WHAT TO WORK ON
Output exactly the lines below, starting with the line that has "Slide 8 carries" and going on through the line that has "what is taken", both included, and no other lines.

GIVEN DATA
------------------------------------

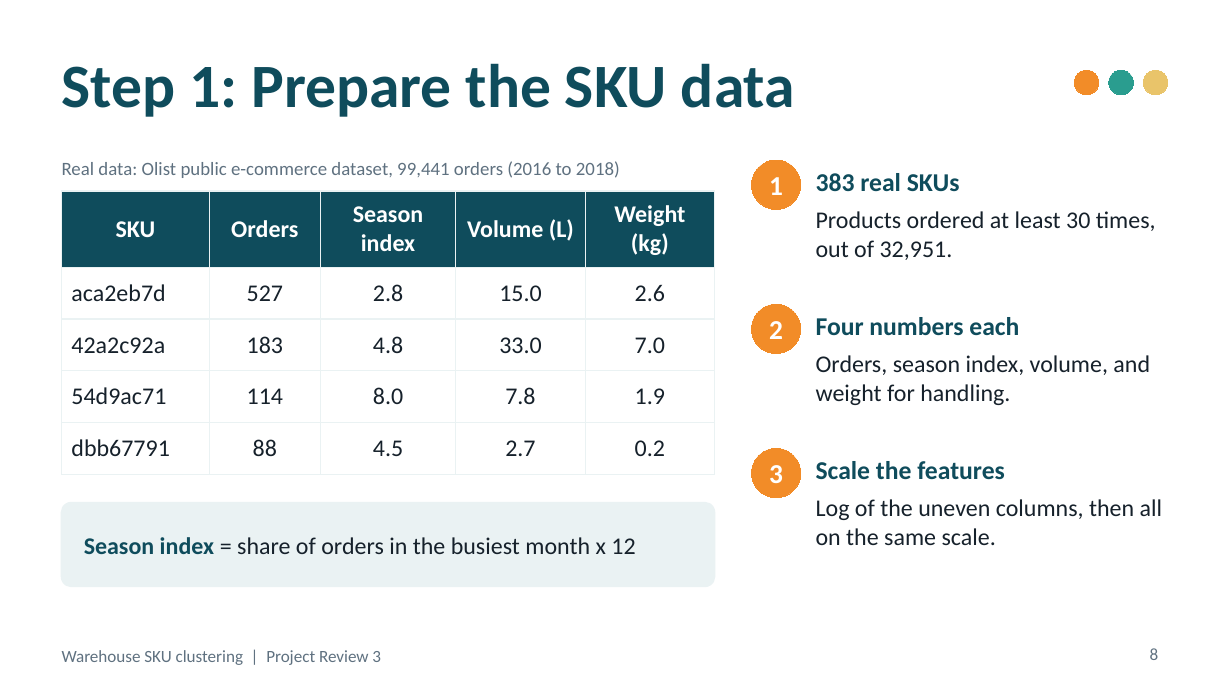
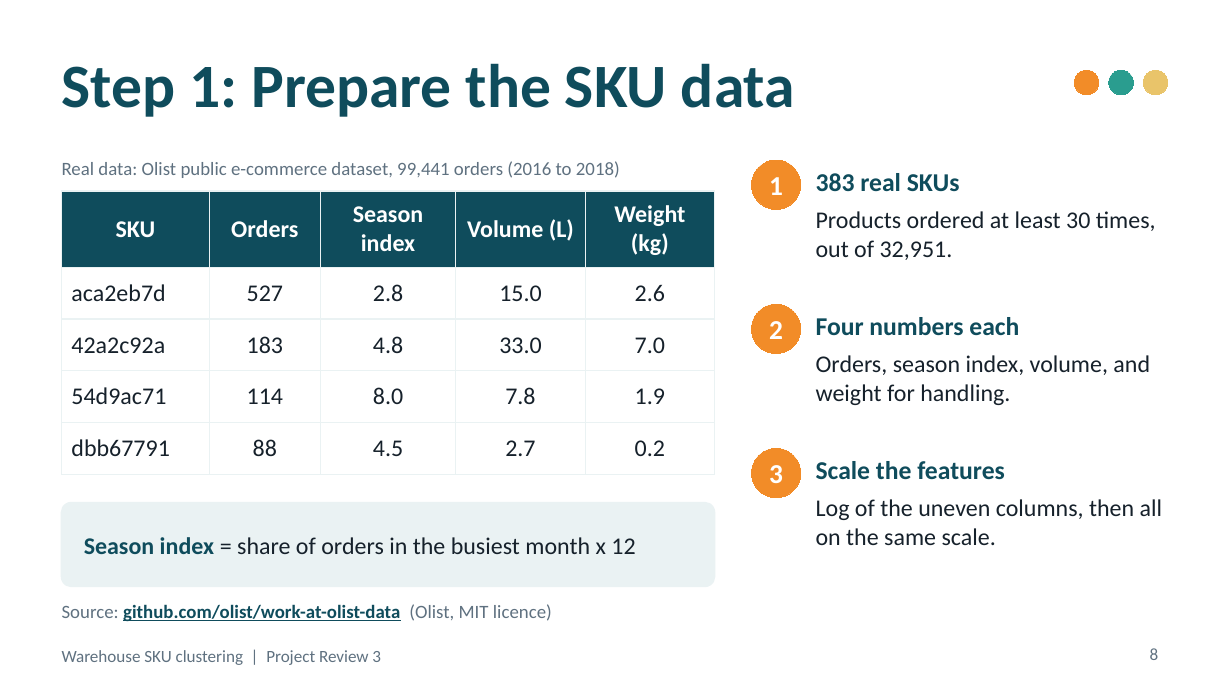
Before and after one commit to ZANYANBU/warehouse-sku-kmeans, a slide deck: slide 8 of slides/kmeans-sku-clustering.pptx. Drawn at 1232x693 pixels with LibreOffice and Linux fonts; fonts in the diff are those of the drawing. Boxes give left, top, right and bottom in pixels: in the first picture for what was removed or moved away, otherwise in the second. Text is boxed around its words. In the diff, an @@ line names an element or a change of style, - is before the commit and + after.

Commit message:
Say where the data comes from, on the slide, the page and in the repo
Slide 8 carries the dataset's address. The page's real-data section names the
source and links to data/SOURCE.md, which lists the files the notebook reads,
what is taken from each and how the four numbers are built. The presentation
script now matches the real-data slides: where the data is from, the real
elbow, the four real clusters, and that the walking figure is a model.

```diff
--- a/slides/kmeans-sku-clustering.pptx
+++ b/slides/kmeans-sku-clustering.pptx
@@ text added at [62, 604, 552, 621], 11 pt, text #0F4C5C, bold, underline @@
+Source: github.com/olist/work-at-olist-data (Olist, MIT licence)
```
Also in this commit, not shown: 1 other slide changed, 6 other files.

------------------------------------

RESPONSE TO THE TASK
Slide 8 carries the dataset's address. The page's real-data section names the
source and links to data/SOURCE.md, which lists the files the notebook reads,
what is taken from each and how the four numbers are built. The presentation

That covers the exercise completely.